16. A method as claimed in claim 15 wherein the cell preparations comprise endothelial cells or muscle cells and the method comprises

(a) obtaining hematopoietic cells from fresh or cryopreserved umbilical cord blood from a subject;

(b) separating out an enriched cell preparation comprising Lin⁻ stem and progenitor cells;

(c) culturing the cells in medium comprising FGF4, SCF, and Flt-3 ligand, to produce multipotent CD45⁺HLA-ABC⁺ cells; and

(d) culturing the multipotent cells under suitable differentiation conditions to produce the cell preparation.

17. A method as claimed in claim 15 wherein the cell preparations comprise a member of the group consisting of pericytes and endothelial precursor cells, and the method comprises

(b) separating out an enriched cell preparation comprising Lin⁻ stem and progenitor cells; and

(c) culturing the cells in culture medium comprising FGF4, SCF, and Flt-3 ligand, to produce a cell preparation enriched for a member of the group consisting of pericytes and endothelial precursor cells.

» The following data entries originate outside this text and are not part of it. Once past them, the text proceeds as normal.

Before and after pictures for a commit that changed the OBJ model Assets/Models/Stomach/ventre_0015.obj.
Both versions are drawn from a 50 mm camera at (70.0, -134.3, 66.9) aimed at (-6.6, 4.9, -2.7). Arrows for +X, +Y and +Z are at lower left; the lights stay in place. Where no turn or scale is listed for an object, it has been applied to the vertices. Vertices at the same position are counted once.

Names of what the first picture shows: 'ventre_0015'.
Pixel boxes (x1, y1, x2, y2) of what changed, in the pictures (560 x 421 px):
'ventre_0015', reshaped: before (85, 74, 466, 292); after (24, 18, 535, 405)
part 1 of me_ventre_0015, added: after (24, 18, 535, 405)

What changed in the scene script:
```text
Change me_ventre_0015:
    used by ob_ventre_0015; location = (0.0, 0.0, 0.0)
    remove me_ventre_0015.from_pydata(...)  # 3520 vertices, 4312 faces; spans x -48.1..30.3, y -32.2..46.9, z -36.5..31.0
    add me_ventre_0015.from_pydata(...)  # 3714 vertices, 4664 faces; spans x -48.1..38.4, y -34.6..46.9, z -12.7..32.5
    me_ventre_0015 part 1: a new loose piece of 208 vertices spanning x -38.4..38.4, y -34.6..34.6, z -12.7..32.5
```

18. A method as claimed in claim 15 further comprising administering the cell preparation to the subject.

19. A pharmaceutical composition comprising a cell preparation according to claim 9, and a pharmaceutically acceptable carrier, excipient, or diluent.

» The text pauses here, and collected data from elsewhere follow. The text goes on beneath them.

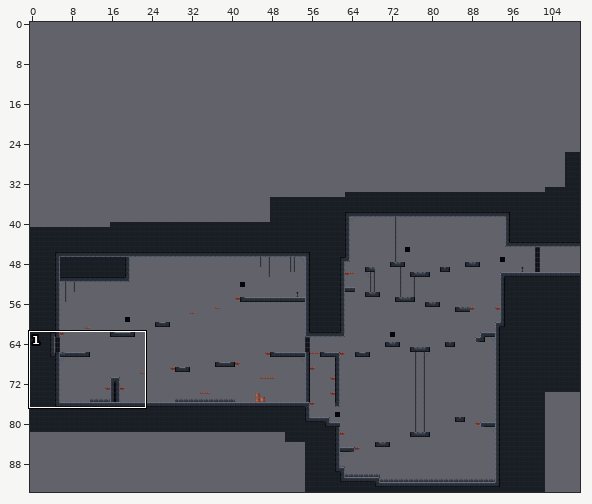
Level history. Tiled map: levels/tilesets/castle/boss_room.tmx. The picture above shows the old version from afar; the outline marks the close-up.
Close-up. The starting point:
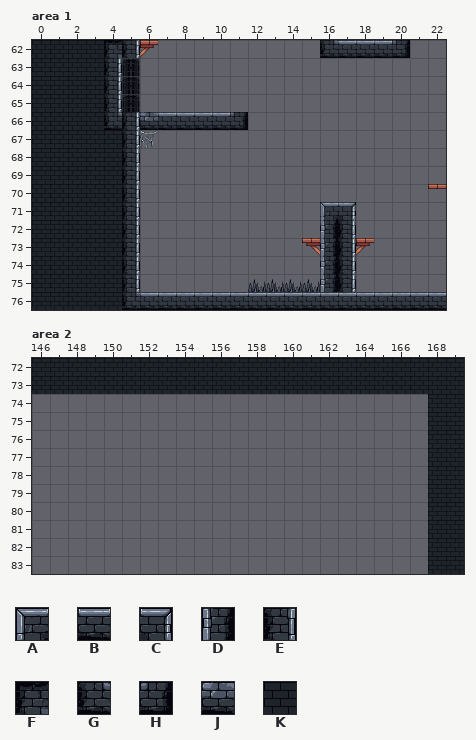
Cells are 32x32 px. Shown: area 1 x 0..22, y 62..76; area 2 x 146..169, y 72..83. The commit also changed other parts of the map, which this record leaves out.
Key: from "collision_surface": A 2 "tile000", B 3 "tile001", C 4 "tile002", D 7 "tile008", E 8 "tile010", F 14 "tile024"; from "collision_surfaces": G 16 "tile040", H 17 "tile042", J 19 "tile051"; from "non_collision_surface": K 5 "tile046".
_ is an empty cell.
Layers that did not change in this view are not listed.
Layer "collision_surface" before, area 1, first column x 0:
62 ____FE__________GBBBH__
63 ____E__________________
64 ____E__________________
65 ____E__________________
66 ____GEJBBBBH___________
67 _____E_________________
68 _____E_________________
69 _____E_________________
70 _____E_________________
71 _____E__________AC_____
72 _____E__________DE_____
73 _____E__________DE_____
74 _____E__________DE_____
75 _____E__________DE_____
76 _____GBBBBBBBBBBBBBBBBB
Layer "background1" before, area 2, first column x 146:
72 KKKKKKKKKKKKKKKKKKKKKKKK
73 KKKKKKKKKKKKKKKKKKKKKKKK
74 ______________________KK
75 ______________________KK
76 ______________________KK
77 ______________________KK
78 ______________________KK
79 ______________________KK
80 ______________________KK
81 ______________________KK
82 ______________________KK
83 ______________________KK
After:
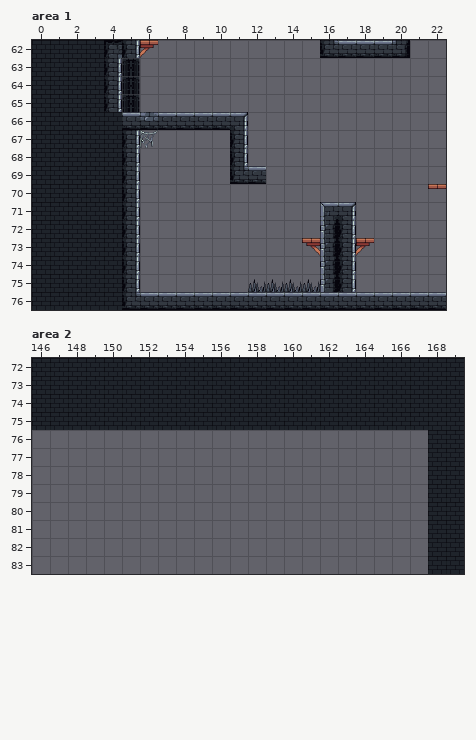
The exact change:
Changed rows in their new state; . is an unchanged cell.
Layer "collision_surface", area 1:
first column x 4:
66 _B.....C.
67 .......E.
68 .......E.
69 .......GB
Layer "background1", area 2:
first column x 146:
74 KKKKKKKKKKKKKKKKKKKKKK
75 KKKKKKKKKKKKKKKKKKKKKK
Boxes around the changes in both close-ups, in picture pixels (x1, y1, x2, y2):
changed: (104, 112, 140, 130)
changed: (230, 112, 266, 184)
added: (32, 394, 428, 430)

20. A method for assaying the activity of a test substance comprising the steps of:

(a) culturing multipotent CD45⁺HLA-ABC⁺Lin⁻ cells under suitable differentiation conditions in vitro to produce endothelial cells or muscle cells;

(b) exposing the cultured cells to a test substance; and

(c) detecting the presence or absence of an effect of the test substance on on a feature selected from the group consisting of the survival of the cells, a morphological characteristic, a functional characteristic, a physiological characteristic and a molecular biological property of the cells, whereby an effect altering the feature of the cells indicates the activity of the test substance.

21. A method of treating a peripheral vascular disease comprising administering to a subject with the disease a cell preparation according to claim 9 or a pharmaceutical composition comprising said cell preparation.

22. A kit for producing or using a cell preparation according to claim 9.

23. A kit for carrying out a method according to claim 1.